Dataset records

□ □ □ □ □

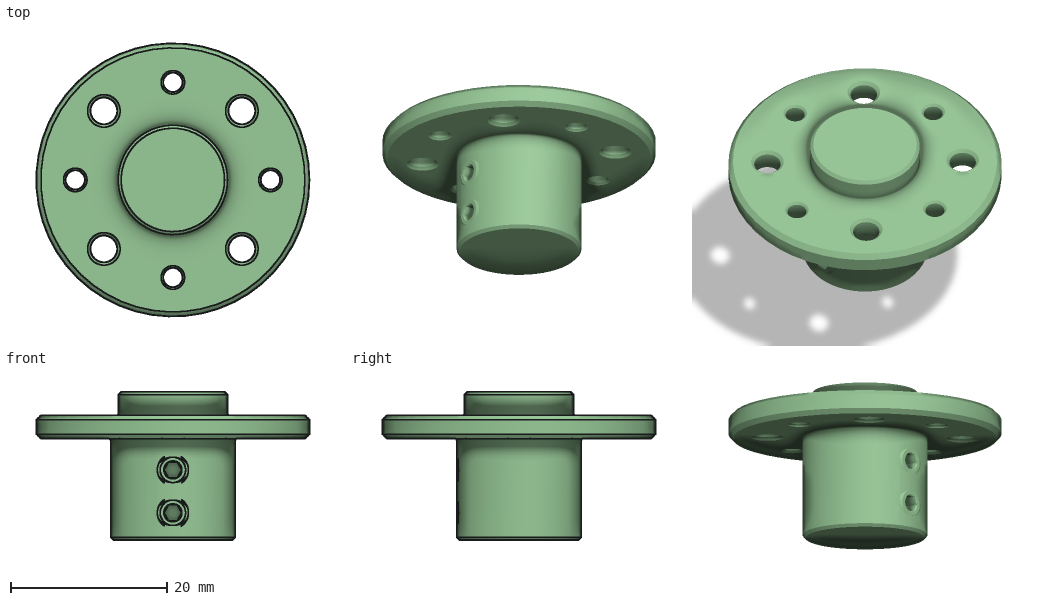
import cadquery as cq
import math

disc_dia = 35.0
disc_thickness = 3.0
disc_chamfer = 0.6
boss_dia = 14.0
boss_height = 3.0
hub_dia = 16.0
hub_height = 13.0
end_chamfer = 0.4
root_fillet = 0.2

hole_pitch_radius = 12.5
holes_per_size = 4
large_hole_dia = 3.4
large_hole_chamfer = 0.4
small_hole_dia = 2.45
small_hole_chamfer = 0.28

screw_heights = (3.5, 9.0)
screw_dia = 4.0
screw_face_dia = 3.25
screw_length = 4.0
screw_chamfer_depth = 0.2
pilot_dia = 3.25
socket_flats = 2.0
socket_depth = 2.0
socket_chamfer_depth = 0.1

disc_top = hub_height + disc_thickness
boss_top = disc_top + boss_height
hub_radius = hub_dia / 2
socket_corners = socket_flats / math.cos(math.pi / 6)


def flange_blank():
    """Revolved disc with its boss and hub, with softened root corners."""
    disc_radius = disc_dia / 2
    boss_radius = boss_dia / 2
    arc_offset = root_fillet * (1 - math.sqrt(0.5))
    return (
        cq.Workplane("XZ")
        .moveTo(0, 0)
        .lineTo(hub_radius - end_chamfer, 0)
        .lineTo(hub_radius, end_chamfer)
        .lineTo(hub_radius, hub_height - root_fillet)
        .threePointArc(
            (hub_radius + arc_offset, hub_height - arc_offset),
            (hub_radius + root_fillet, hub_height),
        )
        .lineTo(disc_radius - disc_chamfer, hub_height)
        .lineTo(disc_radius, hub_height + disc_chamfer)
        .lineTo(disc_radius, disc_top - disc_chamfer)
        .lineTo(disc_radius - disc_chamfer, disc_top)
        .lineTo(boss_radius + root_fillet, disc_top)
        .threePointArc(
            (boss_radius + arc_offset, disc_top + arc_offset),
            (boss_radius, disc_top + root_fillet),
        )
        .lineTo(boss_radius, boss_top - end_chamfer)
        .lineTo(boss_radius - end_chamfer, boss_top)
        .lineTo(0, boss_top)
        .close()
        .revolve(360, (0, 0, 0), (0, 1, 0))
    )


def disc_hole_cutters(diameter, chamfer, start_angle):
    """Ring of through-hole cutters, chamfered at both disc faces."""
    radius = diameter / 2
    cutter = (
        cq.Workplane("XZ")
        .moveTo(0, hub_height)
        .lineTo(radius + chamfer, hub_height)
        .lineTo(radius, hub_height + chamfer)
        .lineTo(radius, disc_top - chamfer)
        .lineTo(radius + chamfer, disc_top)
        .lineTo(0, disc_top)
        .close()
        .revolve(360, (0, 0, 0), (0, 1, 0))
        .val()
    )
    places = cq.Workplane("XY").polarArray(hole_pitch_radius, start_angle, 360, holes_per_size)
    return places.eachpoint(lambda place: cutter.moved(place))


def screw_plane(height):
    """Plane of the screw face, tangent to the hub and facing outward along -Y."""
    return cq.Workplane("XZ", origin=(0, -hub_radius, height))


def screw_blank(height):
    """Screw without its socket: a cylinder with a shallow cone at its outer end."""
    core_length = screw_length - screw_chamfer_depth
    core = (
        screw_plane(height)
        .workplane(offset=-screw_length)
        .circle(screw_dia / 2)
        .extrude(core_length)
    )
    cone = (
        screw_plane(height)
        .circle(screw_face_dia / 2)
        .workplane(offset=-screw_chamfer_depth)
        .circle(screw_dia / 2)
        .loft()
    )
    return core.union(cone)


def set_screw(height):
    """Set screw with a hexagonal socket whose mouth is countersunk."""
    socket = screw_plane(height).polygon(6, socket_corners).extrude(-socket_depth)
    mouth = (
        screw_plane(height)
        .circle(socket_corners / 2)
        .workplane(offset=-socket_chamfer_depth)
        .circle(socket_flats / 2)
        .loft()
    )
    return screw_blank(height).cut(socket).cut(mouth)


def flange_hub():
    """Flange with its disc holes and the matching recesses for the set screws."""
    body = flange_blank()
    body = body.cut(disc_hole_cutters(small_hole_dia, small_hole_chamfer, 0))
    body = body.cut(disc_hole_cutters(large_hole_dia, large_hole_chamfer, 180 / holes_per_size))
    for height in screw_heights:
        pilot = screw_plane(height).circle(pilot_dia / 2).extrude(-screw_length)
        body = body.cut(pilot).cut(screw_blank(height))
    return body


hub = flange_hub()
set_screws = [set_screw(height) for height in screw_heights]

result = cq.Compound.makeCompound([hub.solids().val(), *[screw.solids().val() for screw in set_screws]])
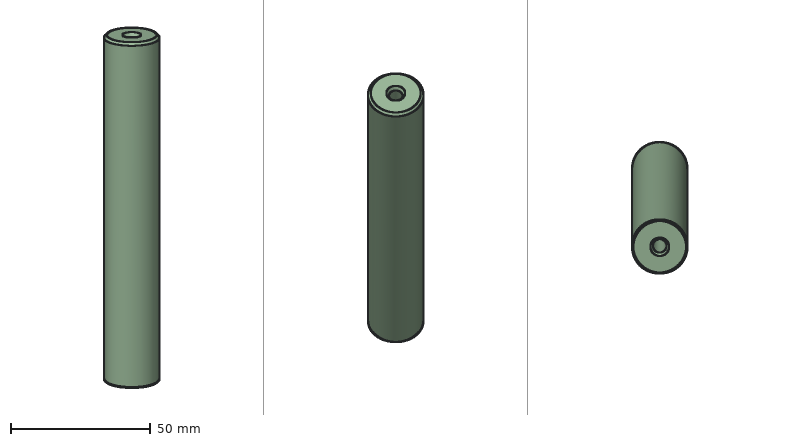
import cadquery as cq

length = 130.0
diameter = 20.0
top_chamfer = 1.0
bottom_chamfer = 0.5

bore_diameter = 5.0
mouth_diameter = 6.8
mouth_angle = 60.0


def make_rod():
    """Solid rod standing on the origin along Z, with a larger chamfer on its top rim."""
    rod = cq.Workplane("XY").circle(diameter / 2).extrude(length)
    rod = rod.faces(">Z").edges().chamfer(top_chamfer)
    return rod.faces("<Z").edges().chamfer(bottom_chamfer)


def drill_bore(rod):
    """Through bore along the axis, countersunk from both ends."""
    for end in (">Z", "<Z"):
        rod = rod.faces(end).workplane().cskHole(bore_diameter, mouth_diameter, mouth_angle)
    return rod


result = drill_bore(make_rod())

□ □ □ □ □

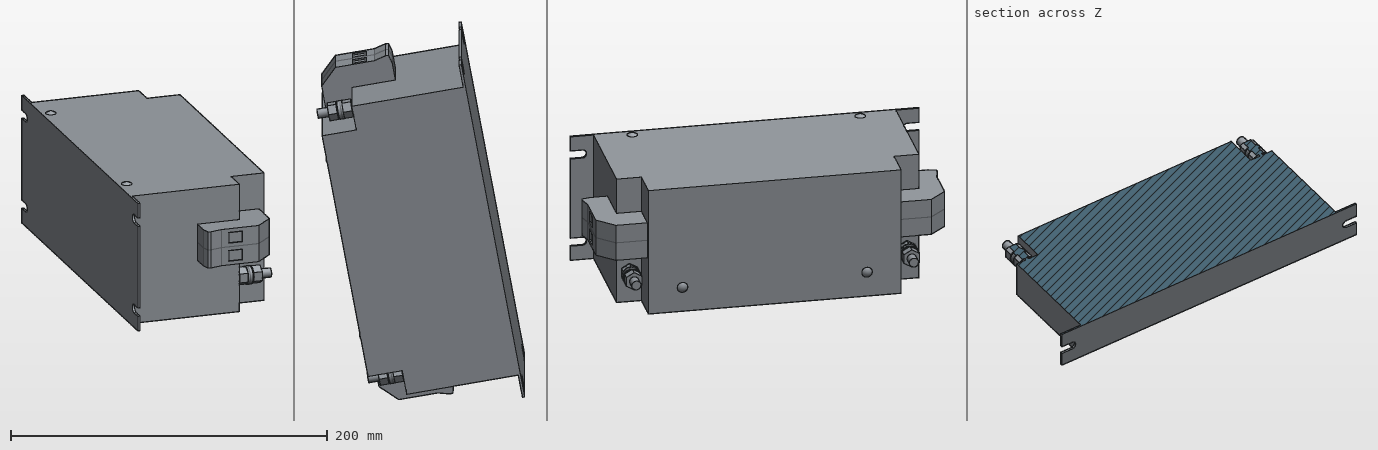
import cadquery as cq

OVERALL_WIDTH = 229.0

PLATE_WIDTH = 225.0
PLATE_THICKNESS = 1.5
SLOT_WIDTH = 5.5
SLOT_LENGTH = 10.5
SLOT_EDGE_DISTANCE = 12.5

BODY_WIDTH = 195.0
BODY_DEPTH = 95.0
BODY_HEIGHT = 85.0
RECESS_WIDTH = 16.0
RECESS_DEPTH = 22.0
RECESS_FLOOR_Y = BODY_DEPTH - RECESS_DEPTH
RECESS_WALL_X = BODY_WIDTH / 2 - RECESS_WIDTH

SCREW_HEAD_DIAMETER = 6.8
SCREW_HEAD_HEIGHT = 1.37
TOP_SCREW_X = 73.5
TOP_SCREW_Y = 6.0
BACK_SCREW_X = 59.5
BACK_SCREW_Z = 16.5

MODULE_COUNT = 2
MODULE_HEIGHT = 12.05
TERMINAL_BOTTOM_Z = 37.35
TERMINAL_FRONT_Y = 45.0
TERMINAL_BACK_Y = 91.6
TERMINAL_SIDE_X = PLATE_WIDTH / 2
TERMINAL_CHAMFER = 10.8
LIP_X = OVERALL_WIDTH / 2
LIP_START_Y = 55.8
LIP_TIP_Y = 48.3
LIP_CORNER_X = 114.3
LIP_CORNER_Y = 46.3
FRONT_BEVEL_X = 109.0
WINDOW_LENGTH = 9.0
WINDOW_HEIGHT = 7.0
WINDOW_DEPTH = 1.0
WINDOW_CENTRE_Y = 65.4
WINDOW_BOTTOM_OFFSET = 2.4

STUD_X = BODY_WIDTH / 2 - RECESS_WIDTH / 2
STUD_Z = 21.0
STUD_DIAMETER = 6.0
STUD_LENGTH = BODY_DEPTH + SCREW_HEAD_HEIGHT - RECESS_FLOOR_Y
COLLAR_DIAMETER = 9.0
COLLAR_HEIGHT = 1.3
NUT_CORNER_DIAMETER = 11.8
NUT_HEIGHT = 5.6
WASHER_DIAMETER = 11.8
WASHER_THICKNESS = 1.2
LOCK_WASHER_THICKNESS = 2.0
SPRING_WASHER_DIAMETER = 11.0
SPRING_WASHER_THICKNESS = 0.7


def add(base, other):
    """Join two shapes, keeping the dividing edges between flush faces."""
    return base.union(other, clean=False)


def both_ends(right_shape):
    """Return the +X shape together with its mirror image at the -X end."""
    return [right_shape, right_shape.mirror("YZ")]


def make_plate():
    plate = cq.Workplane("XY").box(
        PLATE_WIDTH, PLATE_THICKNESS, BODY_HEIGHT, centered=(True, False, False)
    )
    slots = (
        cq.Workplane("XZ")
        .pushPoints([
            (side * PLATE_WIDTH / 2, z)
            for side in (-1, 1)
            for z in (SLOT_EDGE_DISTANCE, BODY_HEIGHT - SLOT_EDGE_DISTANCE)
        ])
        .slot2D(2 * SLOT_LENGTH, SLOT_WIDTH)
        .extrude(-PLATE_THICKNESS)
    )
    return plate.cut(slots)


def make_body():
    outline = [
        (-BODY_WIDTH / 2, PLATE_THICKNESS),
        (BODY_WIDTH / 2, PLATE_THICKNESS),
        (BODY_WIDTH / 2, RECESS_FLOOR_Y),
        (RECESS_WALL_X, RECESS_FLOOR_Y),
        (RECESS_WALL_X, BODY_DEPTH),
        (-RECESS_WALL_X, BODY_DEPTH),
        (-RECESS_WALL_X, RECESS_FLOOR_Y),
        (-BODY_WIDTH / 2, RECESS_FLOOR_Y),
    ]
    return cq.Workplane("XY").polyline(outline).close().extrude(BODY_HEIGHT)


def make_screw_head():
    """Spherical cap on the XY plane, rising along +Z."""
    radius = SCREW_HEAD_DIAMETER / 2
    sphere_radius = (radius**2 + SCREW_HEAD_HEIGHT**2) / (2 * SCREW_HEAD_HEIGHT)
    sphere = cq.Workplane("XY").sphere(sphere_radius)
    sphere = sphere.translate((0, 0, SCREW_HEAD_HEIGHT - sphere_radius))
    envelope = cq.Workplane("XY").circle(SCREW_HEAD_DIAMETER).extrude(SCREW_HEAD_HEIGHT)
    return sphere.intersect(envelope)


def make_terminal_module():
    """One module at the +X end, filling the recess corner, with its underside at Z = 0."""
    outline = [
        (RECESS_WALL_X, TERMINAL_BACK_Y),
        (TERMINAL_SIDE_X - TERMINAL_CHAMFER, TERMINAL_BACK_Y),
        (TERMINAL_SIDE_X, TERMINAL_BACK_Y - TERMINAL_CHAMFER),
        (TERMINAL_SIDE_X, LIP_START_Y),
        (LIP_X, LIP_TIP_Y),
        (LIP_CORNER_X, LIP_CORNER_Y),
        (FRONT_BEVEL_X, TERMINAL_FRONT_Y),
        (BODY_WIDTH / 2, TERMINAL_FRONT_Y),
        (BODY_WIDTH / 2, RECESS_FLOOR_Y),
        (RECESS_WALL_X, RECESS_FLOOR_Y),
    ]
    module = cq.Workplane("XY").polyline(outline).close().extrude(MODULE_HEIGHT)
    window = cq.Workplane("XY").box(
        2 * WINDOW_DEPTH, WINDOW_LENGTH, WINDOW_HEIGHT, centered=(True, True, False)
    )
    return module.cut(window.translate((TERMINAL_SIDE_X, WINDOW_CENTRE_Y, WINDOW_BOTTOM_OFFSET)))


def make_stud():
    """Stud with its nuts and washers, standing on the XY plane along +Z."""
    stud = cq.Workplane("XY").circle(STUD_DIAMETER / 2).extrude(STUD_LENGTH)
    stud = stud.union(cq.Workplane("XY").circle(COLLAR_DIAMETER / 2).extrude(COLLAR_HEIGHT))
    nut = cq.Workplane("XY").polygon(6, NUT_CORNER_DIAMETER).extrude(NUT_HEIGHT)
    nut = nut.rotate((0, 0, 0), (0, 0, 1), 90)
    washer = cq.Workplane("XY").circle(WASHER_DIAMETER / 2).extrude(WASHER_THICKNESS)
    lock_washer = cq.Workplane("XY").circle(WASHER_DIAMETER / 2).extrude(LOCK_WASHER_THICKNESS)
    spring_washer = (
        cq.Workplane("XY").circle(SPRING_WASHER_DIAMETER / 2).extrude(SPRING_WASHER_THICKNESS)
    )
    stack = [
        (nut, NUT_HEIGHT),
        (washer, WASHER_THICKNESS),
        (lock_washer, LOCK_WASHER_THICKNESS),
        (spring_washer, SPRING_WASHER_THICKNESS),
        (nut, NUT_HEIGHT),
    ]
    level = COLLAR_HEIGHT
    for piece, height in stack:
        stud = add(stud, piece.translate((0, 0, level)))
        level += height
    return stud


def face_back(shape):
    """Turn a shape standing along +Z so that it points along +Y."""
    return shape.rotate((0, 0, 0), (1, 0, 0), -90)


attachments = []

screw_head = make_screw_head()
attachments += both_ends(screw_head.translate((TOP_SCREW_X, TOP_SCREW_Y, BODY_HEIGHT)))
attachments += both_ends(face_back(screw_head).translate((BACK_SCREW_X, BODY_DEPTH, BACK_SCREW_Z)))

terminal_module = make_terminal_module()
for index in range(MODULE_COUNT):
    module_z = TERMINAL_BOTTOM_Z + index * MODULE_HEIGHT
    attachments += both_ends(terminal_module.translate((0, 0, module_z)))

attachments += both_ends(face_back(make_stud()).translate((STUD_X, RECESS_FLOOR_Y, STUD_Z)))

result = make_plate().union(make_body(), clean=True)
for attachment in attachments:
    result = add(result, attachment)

□ □ □ □ □

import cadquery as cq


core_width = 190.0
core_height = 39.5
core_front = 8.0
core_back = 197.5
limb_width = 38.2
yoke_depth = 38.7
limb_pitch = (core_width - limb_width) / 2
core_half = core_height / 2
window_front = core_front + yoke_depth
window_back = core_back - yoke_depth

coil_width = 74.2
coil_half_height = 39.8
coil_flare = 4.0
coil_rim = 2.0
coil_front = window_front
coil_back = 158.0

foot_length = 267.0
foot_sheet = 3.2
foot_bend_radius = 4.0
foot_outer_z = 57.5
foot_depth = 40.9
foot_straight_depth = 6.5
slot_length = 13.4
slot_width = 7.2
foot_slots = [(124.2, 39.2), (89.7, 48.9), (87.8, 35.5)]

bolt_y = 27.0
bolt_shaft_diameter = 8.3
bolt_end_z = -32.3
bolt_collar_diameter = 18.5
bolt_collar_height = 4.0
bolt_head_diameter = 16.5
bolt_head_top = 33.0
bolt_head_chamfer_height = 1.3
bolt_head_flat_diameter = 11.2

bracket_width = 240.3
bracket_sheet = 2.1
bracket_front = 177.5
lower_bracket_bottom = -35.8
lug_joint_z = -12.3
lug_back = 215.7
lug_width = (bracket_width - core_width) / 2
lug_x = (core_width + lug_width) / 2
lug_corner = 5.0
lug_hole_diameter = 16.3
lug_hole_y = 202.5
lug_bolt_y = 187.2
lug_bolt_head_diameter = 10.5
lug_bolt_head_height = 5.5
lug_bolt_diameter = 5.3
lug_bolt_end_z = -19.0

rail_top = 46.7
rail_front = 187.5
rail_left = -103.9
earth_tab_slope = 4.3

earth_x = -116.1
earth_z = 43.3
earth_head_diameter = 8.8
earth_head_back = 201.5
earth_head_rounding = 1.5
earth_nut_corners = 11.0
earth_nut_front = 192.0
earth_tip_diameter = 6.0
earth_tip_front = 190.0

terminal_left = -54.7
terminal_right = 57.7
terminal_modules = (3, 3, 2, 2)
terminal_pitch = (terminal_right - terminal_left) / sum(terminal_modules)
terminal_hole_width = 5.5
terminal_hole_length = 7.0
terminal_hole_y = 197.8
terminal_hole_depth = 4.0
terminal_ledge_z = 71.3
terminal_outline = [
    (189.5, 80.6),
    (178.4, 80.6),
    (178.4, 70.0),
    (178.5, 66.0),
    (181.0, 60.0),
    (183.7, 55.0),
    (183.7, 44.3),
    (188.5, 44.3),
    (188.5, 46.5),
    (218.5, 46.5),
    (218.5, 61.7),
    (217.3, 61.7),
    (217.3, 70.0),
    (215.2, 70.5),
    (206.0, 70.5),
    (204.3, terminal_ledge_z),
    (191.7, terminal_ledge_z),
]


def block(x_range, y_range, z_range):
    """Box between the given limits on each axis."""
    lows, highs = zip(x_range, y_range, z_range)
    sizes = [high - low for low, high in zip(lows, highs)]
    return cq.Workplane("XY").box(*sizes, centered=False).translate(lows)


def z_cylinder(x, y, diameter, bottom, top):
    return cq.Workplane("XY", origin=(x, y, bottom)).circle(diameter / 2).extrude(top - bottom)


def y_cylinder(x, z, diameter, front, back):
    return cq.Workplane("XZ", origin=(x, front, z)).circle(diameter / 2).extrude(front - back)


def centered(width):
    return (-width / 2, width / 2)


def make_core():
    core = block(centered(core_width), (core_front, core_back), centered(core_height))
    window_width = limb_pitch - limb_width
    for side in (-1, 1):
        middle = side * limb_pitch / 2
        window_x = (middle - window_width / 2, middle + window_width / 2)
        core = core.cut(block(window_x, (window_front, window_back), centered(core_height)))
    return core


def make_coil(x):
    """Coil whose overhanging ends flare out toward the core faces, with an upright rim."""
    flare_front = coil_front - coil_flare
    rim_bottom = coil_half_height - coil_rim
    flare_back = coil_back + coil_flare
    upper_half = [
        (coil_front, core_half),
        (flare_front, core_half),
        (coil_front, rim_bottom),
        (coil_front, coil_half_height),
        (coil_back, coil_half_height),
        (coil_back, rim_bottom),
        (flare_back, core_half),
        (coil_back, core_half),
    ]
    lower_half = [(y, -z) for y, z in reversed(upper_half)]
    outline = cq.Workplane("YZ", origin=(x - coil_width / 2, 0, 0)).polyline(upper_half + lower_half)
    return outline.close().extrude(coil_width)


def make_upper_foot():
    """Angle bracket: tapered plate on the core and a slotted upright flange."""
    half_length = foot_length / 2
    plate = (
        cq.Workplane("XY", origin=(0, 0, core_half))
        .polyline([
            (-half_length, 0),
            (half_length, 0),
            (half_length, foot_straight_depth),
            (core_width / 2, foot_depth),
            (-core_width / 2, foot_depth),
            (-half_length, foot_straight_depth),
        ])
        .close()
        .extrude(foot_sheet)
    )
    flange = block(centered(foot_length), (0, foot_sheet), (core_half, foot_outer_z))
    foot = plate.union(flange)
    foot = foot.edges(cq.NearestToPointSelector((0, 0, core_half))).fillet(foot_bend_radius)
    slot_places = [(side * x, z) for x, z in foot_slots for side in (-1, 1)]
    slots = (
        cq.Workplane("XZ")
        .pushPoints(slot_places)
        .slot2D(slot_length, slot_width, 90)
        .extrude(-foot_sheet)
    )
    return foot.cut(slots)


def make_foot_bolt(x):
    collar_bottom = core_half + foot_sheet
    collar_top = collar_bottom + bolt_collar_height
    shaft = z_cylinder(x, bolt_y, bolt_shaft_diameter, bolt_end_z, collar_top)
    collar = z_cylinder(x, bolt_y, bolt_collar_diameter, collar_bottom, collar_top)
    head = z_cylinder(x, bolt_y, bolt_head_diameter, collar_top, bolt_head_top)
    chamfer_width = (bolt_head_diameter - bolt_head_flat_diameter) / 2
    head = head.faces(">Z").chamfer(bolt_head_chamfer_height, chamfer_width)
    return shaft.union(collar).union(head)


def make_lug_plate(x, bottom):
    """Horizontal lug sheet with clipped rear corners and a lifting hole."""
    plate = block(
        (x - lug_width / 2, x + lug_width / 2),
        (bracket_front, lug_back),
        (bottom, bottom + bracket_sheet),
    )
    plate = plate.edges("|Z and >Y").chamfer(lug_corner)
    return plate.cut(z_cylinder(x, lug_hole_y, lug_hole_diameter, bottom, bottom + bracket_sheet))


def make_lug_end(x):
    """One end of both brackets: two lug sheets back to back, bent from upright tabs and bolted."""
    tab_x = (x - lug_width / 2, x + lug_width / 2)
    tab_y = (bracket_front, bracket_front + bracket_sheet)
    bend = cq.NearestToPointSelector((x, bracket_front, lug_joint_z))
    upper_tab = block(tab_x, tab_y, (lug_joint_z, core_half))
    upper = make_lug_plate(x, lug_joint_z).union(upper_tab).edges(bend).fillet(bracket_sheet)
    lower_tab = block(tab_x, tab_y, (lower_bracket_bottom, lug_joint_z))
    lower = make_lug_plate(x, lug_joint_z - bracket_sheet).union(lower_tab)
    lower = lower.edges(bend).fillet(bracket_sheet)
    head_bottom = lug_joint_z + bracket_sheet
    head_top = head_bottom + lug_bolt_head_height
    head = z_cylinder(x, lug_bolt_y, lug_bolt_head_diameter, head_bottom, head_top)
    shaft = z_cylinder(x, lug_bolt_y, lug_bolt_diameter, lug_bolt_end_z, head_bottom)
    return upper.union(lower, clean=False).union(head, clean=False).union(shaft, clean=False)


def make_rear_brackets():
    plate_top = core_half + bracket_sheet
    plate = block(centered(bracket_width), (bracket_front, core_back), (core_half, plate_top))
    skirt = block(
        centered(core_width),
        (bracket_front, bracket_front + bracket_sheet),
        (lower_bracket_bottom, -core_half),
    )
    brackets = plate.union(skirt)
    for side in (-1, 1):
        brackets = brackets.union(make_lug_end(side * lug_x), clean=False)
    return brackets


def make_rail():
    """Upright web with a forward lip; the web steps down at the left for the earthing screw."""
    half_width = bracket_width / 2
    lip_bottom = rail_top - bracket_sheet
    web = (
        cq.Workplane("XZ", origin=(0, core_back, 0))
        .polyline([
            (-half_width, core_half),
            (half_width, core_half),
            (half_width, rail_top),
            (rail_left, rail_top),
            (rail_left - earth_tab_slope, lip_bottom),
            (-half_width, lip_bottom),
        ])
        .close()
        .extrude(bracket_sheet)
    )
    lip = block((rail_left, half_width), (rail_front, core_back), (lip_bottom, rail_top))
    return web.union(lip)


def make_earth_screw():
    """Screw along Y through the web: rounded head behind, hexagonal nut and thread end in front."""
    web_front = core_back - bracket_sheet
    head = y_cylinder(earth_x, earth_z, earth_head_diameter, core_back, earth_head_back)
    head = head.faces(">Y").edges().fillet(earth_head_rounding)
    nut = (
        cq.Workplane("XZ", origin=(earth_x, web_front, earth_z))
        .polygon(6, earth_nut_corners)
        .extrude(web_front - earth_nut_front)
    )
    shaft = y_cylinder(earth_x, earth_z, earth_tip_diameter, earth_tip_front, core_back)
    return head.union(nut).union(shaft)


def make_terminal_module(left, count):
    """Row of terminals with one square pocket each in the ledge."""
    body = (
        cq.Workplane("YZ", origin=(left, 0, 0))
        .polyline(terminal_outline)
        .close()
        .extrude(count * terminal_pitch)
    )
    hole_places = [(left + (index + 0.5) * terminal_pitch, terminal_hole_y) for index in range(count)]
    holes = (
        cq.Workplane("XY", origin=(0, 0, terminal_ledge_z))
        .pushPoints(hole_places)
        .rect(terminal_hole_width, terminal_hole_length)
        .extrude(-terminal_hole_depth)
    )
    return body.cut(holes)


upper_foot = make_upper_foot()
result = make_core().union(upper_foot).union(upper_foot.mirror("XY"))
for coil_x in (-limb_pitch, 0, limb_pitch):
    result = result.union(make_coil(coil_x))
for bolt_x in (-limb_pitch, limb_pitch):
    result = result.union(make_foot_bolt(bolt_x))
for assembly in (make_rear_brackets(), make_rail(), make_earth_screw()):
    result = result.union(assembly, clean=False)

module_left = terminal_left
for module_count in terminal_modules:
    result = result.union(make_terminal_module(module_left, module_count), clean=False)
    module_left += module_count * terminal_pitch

□ □ □ □ □

A word-for-word copy of the lines above from the one with "with its nuts" through the one with "return stud", inclusive, is the only output wanted.

**SOLUTION FOR THIS EXERCISE:**
    """Stud with its nuts and washers, standing on the XY plane along +Z."""
    stud = cq.Workplane("XY").circle(STUD_DIAMETER / 2).extrude(STUD_LENGTH)
    stud = stud.union(cq.Workplane("XY").circle(COLLAR_DIAMETER / 2).extrude(COLLAR_HEIGHT))
    nut = cq.Workplane("XY").polygon(6, NUT_CORNER_DIAMETER).extrude(NUT_HEIGHT)
    nut = nut.rotate((0, 0, 0), (0, 0, 1), 90)
    washer = cq.Workplane("XY").circle(WASHER_DIAMETER / 2).extrude(WASHER_THICKNESS)
    lock_washer = cq.Workplane("XY").circle(WASHER_DIAMETER / 2).extrude(LOCK_WASHER_THICKNESS)
    spring_washer = (
        cq.Workplane("XY").circle(SPRING_WASHER_DIAMETER / 2).extrude(SPRING_WASHER_THICKNESS)
    )
    stack = [
        (nut, NUT_HEIGHT),
        (washer, WASHER_THICKNESS),
        (lock_washer, LOCK_WASHER_THICKNESS),
        (spring_washer, SPRING_WASHER_THICKNESS),
        (nut, NUT_HEIGHT),
    ]
    level = COLLAR_HEIGHT
    for piece, height in stack:
        stud = add(stud, piece.translate((0, 0, level)))
        level += height
    return stud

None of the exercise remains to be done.